J2CL is a tool by Google that transpiles Java code to Closure-compatible JavaScript. It's been started in 2015 to eventually replace GWT at Google, for various reasons explained in the project README, and will be used as the basis for GWT 3. As a Google project, it's deeply integrated with their build tool: Bazel. We'll look at how it all works, with the goal to create an equivalent Gradle plugin.
This reverse-engineering work has already been done several times, I had done it a couple times a few years ago, but I don't think it's ever be documented though, so here it is.
EDIT(2020-07-28): j2cl-maven-plugin now serves tests using a web server.
Starting points
From a user point of view,
the main starting points are the Bazel rules j2cl_library
and j2cl_application
.
The j2cl_application
rule is actually just a macro around the rules_closure
rules.
It takes as input closure_js_library
and j2cl_library
dependencies,
and entry point Closure namespaces (that must be present in the dependencies),
and produces optimized JavaScript through a closure_js_binary
rule,
with a handful configuration options.
It also generates a web_library
rule for running your code during development,
we'll come back to it later.
As we just saw, a j2cl_application
doesn't directly have sources,
but takes them as dependencies.
All the code of your application would thus actually be in a j2cl_library
.
A j2cl_library
rule is what actually translates your Java source to JS.
It takes Java source files as input
and produces a JAR of compiled Java classes,
and a ZIP of the transpiled JS (known as a JSZip).
Finally, there are rules for tests (we'll get to them later on), and for importing third-party libraries, including from Maven repositories.
j2cl_library
Let's look closer at what a j2cl_library
does.
A j2cl_library
is somehow both a java_library
and a closure_js_library
.
It takes as input a set of Java and JS source files,
along with dependencies that can be either closure_js_library
or other j2cl_library
rules.
Note that in Bazel, Java code that's also used in the server for example will also be used by a java_library
.
A j2cl_library
will start by removing all the code from the Java source files that's annotated with @GwtIncompatible
(technically, it replaces that code with spaces, such that line numbers are preserved).

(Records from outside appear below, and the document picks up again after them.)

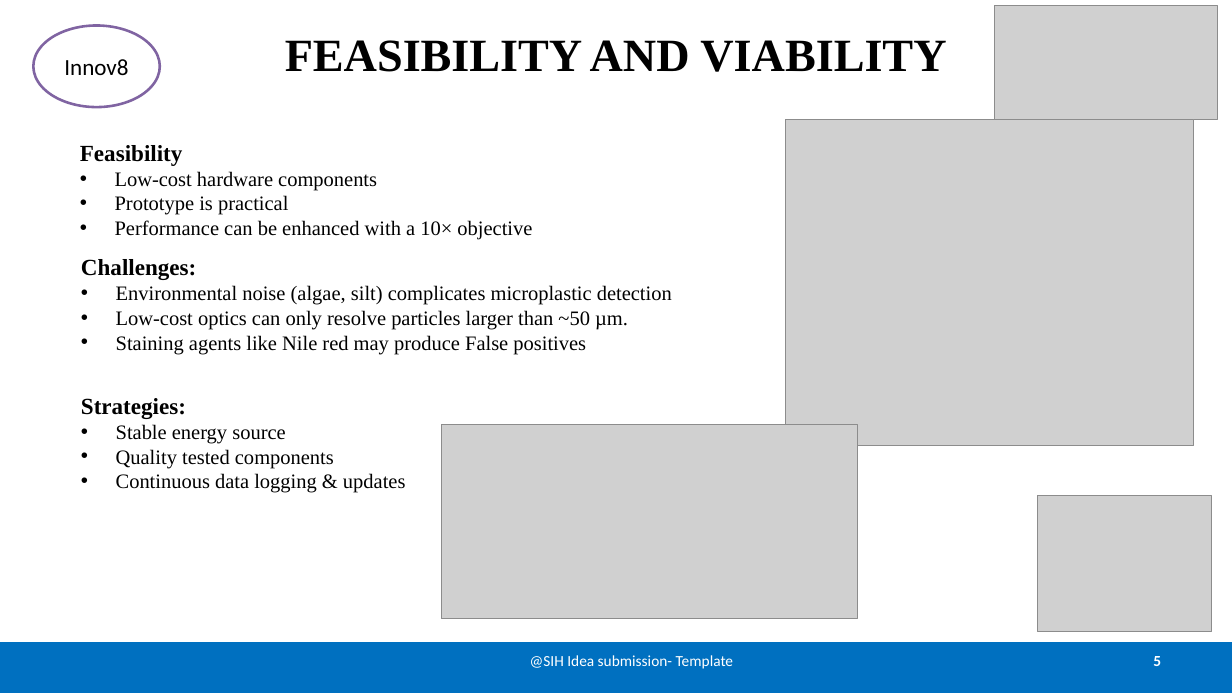
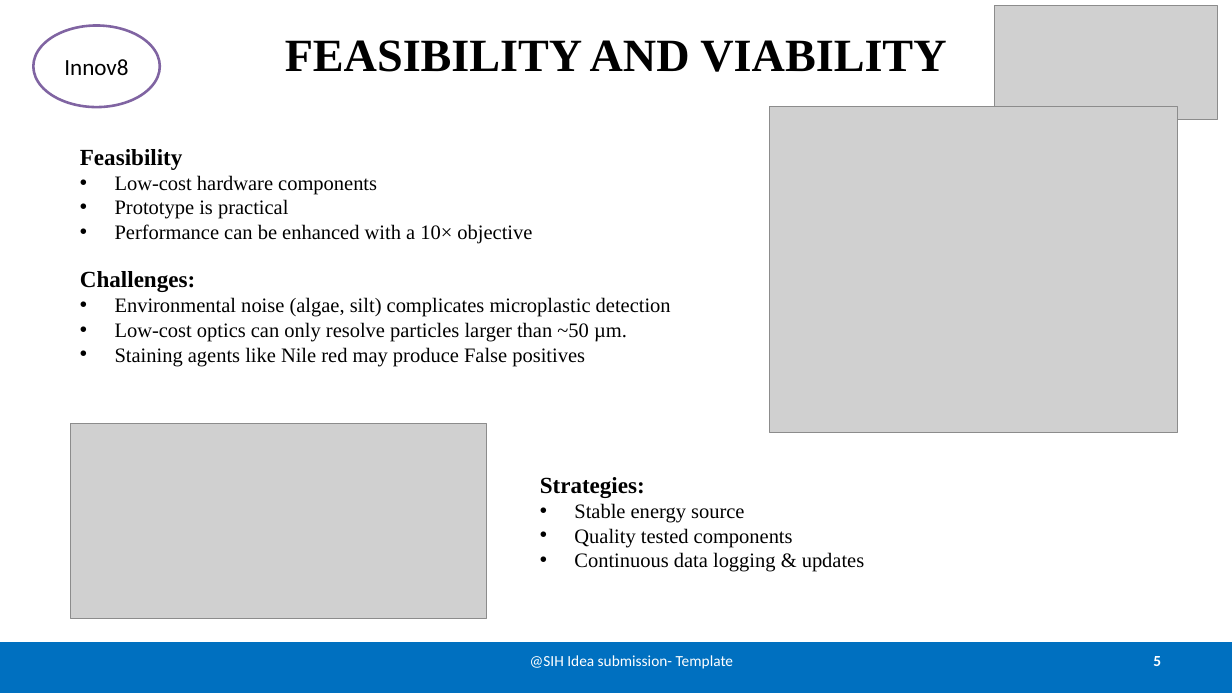
Before and after one commit to sanjaykn8/SIH25, a slide deck: slide 5 of Detector.pptx. Drawn at 1232x693 pixels with LibreOffice and Linux fonts; fonts in the diff are those of the drawing; grey boxes stand for pictures. Boxes give left, top, right and bottom in pixels: in the first picture for what was removed or moved away, otherwise in the second. Text is boxed around its words. In the diff, an @@ line names an element or a change of style, - is before the commit and + after.

Commit message:
ppt

```diff
--- a/Detector.pptx
+++ b/Detector.pptx
@@ picture: place and size @@
-picture at (786, 119, 1194, 445)
+picture at (770, 106, 1178, 433)
@@ text "Feasibility": place and size @@
-text "Feasibility" at (80, 145, 532, 240)
+text "Feasibility" at (80, 149, 532, 244)
@@ text "Challenges:": place and size @@
-text "Challenges:" at (81, 259, 672, 355)
+text "Challenges:" at (80, 271, 671, 367)
@@ picture: place and size @@
-picture at (442, 424, 858, 619)
+picture at (71, 423, 487, 618)
@@ text "Strategies:": place and size @@
-text "Strategies:" at (81, 398, 406, 493)
+text "Strategies:" at (540, 477, 865, 572)
@@ picture removed at (1038, 495, 1212, 632) @@
```
Also in this commit, not shown: 1 other slide changed, 1 other file.
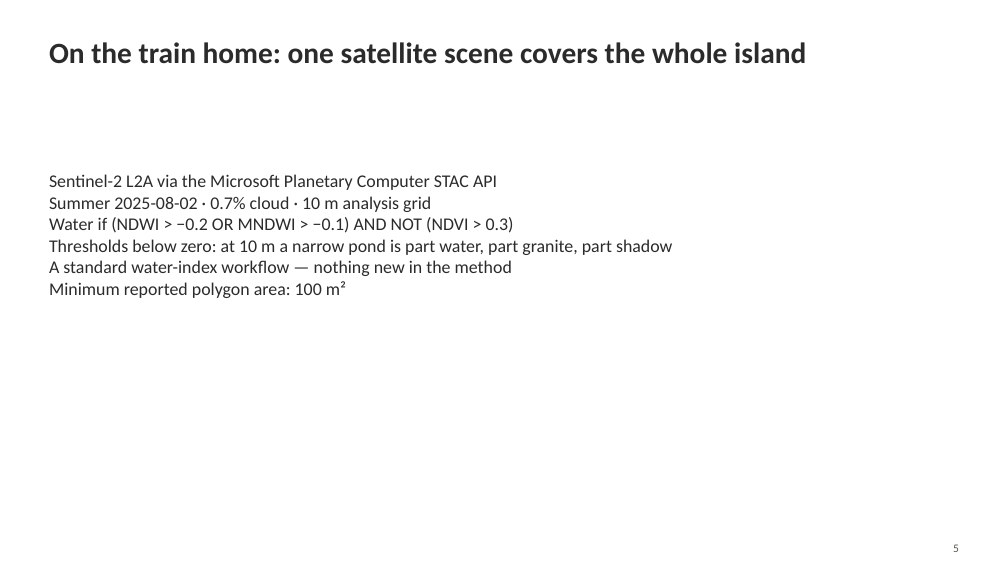
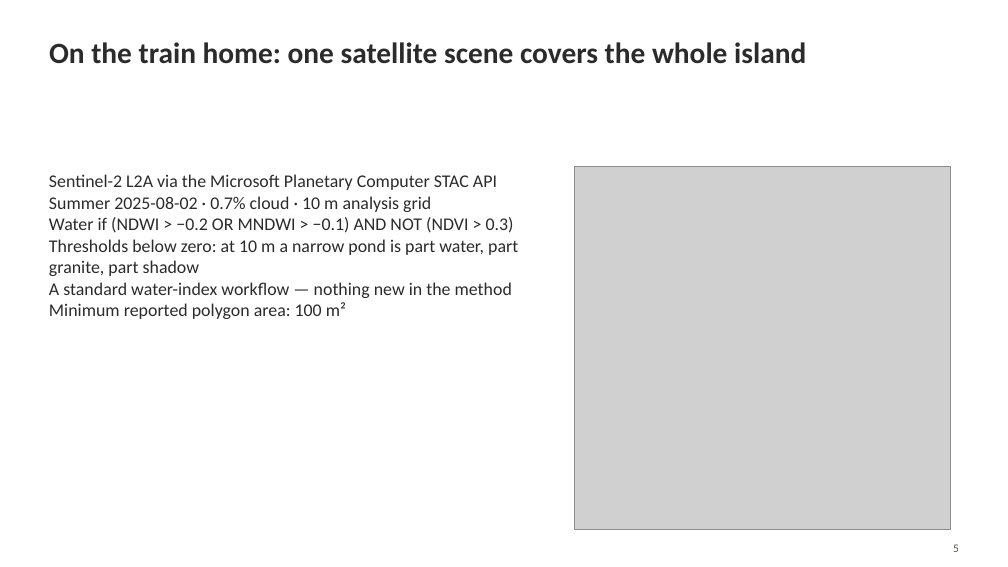
Before and after one commit to mopinfish/geo-laboratory, a slide deck: slide 5 of docs/presentations/exp002_kitagi_foss4g2026_presentation.pptx. Drawn at 1008x567 pixels with LibreOffice and Linux fonts; fonts in the diff are those of the drawing; grey boxes stand for pictures. Boxes give left, top, right and bottom in pixels: in the first picture for what was removed or moved away, otherwise in the second. Text is boxed around its words. In the diff, an @@ line names an element or a change of style, - is before the commit and + after.

```diff
--- a/docs/presentations/exp002_kitagi_foss4g2026_presentation.pptx
+++ b/docs/presentations/exp002_kitagi_foss4g2026_presentation.pptx
@@ text "Sentinel-2 L2A via the Microsoft ..." rewrapped from [49,174,672,298] to [49,174,518,319] @@
@@ picture added at [574,166,951,529] @@
```
Also in this commit, not shown: 10 other slides changed, 14 other files.

This stripped code will then be compiled with javac
;
this step could also produce new Java sources through annotation processing
(technically, it could even generate JS files).
The Java and JS source files, and the ones generated during compilation,
will then be passed to J2CL to generate a Closure JS library.
To transpile Java code,
J2CL needs the dependencies as compiled Java classes to resolve the Java APIs
(specifically the method overloads, implicit casts, or even type inference through Java 10's var
keyword);
those need to be the stripped variants of the dependencies,
which is why j2cl_library
rules depend on other j2cl_library
rules,
and not on standard java_library
rules.
J2CL also resolves .native.js
files sibling to the .java
files,
that generally contains JS code implementing native
methods (somehow equivalent to GWT's JSNI),
and concatenates their content into the generated .js
files.
It should be noted that the javac
step replaces the bootstrap classpath
with the Java Runtime Emulation library
(which is almost-100% shared with GWT).
So, a j2cl_library
outputs both a JAR like a java_library
,
except the sources have been stripped of any @GwtIncompatible
code first,
and a ZIP of JS files like a closure_js_library
.
Technically, in Bazel, a j2cl_library
, just like a closure_js_library
,
also type-checks the JS (this is probably a bit redundant in J2CL's case, though thereare the .native.js
files too),
and outputs metadata files about the library
to help speed up downstream Closure JS libraries
(by not rebuilding / re-type-checking them when their upstream API hasn't changed;
this is similar to how Bazel, and Gradle, extract an API-only JAR/info from Java classes)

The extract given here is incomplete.